Speakers
Description
Large language models (LLMs) are trained with ever-increasing amounts of data. It seems that when asked to solve mathematical tasks, they can infer and reason mathematically [1]. The GSM8K benchmark platform is widely used to test various LLMs to solve simple arithmetic tasks. Recently, LLMs have shown a clear improvement in their ability to correctly answer questions from the GSM8K dataset. However, it is impossible to say conclusively from the GSM8K studies whether the performance increase was also followed by improvements, in the mathematical reasoning mentioned above. A recent study that shed light on the problem of mathematical reasoning in LLMs [2] attempted to address this problem by creating a database based on GSM8K but with the ability to make appropriate changes to the content of math tasks, which would test how true the claim that LLMs can reason is.
In our research, we have attempted to confirm previously established research results, but also to extend them to include newly developed language models such as DeepSeek or more advanced versions of ChatGPT. Above that, the research was also extended to check the influence of the language in which the test math tasks were written on the effectiveness of a given model. We decided to translate the GSM-Symbolic datasets using the Google Translator API, creating Polish equivalents, which we have provisionally named GSM-Symbolic-PL, GSM-P1-PL, GSM-P2-PL. The selected LLMs are then questioned hundreds of times using the 3-shot Chain-of-Thought prompting method [3], which involves giving the model 3 sample questions and answers to indicate how the model should ”think” when generating and answer to the final question. Using it is supposed to allow LLMs to be more directed towards proper mathematical thinking and reasoning which we want to investigate. After that, the results were validated and analyzed.

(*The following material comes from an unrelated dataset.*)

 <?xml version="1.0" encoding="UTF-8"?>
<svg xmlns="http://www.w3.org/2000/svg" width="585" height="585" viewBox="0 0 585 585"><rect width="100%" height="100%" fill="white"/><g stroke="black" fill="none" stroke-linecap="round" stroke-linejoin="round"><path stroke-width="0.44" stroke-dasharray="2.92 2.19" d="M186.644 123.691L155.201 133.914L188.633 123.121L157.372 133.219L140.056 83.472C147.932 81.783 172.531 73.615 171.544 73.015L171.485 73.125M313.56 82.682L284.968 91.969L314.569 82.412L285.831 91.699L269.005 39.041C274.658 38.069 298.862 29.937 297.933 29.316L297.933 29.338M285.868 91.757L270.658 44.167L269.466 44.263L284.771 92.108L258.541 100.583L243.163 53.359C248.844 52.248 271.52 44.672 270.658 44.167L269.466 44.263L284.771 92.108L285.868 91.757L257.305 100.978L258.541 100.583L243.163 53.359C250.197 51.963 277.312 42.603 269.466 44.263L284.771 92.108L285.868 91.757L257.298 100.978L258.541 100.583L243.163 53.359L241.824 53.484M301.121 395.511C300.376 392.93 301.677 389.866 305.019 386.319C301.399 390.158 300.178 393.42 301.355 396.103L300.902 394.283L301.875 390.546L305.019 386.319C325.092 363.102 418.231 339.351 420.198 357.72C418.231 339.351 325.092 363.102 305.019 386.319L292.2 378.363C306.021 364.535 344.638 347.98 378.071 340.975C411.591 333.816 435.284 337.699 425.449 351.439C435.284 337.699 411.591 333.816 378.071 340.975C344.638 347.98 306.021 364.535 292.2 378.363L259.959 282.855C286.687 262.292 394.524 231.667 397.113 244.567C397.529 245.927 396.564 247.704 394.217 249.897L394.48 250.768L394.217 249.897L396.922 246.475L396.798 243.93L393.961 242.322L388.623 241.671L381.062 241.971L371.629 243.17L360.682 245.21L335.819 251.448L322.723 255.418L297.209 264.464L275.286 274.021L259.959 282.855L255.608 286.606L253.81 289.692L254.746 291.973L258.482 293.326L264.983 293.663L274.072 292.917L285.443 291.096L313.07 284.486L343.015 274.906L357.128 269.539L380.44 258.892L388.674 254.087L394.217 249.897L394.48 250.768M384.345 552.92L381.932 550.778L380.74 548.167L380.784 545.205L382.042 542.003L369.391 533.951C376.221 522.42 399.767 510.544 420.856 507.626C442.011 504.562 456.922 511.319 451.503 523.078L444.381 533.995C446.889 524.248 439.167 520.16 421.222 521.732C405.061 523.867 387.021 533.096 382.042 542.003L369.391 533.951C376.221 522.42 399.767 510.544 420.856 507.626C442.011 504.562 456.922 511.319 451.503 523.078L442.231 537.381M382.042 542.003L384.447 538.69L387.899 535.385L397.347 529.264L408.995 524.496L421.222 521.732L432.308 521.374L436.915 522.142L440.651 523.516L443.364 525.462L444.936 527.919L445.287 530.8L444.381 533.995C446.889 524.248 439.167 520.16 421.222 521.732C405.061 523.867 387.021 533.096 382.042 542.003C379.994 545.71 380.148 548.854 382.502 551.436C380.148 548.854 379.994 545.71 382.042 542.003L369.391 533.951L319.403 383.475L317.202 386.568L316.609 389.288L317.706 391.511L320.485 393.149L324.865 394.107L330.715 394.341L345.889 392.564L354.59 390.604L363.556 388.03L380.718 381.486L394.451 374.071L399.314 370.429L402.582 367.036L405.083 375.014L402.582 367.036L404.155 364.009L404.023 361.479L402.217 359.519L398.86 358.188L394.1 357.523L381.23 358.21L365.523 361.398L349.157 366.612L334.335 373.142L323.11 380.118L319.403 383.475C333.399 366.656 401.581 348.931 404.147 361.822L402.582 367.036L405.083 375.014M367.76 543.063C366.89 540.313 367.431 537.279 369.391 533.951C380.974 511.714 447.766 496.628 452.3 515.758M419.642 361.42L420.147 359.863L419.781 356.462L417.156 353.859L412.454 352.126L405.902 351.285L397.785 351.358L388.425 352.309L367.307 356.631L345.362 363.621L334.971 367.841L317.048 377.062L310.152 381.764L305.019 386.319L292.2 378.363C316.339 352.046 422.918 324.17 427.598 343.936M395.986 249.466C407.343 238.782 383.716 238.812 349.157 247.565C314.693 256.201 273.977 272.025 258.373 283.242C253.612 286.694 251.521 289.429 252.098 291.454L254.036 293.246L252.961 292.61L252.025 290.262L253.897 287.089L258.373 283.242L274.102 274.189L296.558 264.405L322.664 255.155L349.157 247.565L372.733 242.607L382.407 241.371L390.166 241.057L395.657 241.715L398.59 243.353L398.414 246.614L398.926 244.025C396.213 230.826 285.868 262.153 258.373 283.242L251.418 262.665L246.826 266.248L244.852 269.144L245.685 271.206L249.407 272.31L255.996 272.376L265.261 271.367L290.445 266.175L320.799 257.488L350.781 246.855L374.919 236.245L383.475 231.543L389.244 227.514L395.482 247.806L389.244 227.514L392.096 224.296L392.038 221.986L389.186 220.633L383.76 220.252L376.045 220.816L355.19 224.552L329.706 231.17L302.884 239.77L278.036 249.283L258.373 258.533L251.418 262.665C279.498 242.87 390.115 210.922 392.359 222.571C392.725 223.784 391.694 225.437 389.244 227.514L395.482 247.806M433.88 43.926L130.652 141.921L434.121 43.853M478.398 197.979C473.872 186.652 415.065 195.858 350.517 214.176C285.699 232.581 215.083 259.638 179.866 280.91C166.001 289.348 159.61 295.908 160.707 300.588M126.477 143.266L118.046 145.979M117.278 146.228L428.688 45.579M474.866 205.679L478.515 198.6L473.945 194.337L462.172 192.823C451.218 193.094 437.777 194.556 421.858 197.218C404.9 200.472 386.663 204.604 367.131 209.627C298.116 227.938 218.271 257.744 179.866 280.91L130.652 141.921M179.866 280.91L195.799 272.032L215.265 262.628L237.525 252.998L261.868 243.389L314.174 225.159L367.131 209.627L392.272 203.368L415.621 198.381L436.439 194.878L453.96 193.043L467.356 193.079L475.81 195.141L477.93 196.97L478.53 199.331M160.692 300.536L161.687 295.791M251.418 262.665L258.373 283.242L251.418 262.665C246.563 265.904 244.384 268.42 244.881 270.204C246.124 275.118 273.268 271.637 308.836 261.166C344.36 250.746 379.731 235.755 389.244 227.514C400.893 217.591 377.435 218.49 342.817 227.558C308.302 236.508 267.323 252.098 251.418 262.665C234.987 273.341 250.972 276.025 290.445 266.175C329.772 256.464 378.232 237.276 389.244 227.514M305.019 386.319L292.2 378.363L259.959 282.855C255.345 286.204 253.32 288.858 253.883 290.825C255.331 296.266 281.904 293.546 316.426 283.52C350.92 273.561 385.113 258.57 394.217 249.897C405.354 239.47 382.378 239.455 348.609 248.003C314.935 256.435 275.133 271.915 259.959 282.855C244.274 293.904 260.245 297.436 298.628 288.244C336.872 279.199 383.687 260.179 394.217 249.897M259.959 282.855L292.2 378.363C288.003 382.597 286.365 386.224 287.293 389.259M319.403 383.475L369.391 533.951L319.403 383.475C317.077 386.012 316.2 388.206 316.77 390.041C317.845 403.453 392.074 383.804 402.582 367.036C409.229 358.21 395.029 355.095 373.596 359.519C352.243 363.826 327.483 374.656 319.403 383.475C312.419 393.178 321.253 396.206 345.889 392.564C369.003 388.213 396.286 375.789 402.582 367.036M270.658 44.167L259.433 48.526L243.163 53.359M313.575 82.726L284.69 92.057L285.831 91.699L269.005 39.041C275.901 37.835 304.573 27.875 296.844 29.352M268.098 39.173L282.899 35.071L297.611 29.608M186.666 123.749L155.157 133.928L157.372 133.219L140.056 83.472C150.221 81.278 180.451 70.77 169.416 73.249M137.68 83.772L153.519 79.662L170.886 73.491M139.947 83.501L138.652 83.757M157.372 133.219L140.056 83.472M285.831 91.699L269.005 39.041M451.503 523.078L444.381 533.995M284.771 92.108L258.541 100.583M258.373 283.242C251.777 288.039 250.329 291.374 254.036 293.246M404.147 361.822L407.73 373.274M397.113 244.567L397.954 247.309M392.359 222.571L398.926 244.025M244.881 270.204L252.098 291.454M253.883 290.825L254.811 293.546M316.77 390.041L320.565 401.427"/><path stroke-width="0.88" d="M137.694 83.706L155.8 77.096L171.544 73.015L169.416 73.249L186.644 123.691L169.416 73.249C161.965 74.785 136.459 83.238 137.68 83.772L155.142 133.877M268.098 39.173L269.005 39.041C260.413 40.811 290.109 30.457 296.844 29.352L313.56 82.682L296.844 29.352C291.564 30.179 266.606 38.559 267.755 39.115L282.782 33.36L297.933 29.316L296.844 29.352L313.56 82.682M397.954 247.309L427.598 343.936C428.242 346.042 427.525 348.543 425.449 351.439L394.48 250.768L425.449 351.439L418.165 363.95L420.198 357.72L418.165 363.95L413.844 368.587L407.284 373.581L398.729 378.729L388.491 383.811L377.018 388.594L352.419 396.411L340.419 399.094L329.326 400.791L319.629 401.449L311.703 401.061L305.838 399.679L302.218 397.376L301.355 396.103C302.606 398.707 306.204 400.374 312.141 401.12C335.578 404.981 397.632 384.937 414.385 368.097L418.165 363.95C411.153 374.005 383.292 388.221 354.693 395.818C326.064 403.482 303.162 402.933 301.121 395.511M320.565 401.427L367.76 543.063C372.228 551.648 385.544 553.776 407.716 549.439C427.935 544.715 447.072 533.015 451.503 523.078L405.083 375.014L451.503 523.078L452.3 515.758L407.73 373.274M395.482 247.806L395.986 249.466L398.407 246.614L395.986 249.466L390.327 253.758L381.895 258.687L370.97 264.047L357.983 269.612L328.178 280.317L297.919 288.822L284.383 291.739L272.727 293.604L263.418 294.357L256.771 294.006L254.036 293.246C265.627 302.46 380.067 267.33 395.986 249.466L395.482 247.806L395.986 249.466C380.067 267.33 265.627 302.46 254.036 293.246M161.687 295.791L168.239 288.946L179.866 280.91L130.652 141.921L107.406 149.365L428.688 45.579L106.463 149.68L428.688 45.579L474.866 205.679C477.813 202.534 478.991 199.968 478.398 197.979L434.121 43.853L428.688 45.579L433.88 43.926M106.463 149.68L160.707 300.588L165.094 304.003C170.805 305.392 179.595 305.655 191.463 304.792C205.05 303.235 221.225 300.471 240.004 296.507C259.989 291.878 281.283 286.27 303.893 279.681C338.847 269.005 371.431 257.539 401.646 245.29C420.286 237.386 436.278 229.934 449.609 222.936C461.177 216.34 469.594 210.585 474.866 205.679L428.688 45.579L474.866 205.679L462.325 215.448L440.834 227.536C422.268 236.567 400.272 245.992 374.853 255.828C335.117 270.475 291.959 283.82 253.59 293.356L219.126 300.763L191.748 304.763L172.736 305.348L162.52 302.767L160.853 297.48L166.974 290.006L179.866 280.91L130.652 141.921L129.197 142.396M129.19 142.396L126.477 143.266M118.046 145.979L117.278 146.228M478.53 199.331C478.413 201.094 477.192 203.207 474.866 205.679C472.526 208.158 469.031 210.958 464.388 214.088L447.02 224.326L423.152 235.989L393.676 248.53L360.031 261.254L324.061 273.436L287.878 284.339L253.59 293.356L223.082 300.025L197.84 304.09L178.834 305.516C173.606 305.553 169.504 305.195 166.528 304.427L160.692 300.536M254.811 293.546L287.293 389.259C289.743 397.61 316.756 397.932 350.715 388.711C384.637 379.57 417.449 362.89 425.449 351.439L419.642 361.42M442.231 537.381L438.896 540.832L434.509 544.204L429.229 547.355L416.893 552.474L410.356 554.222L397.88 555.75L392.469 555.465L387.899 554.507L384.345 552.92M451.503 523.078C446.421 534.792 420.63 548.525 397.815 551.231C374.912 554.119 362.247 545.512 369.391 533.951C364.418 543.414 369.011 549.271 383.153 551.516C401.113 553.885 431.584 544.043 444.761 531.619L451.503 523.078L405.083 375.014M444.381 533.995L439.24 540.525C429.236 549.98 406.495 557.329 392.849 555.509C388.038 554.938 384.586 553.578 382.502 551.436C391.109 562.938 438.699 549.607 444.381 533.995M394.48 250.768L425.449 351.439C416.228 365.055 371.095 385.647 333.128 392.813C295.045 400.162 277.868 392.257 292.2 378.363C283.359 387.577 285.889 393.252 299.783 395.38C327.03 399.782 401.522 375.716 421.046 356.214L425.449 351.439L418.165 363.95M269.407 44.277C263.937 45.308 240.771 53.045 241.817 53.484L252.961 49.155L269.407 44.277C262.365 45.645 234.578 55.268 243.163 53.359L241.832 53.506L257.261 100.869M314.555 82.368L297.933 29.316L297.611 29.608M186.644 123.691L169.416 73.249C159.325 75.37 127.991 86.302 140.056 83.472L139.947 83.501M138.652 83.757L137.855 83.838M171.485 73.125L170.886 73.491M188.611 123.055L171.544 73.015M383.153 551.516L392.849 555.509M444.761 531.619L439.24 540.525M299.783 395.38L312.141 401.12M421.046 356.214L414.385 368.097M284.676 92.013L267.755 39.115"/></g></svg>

Our research was focused on ChatGPT versions 4o-mini and o3-mini and DeepSeek’s latest versions V3 and R1. As expected, the model’s responses depend on the content of the task and is strongly dependent on whether bias is placed in the task, in which case the model makes errors very often. This seems to indicate that LLMs might not be able to reason mathematically the way humans do. Their answers are inconsistent, even though the reasoning path to solve the task remains the same. GSMSymbolic, compared to GSM8K, exposed this weakness even more, but this does not change the fact that the higher models’ correctness of response is quite high.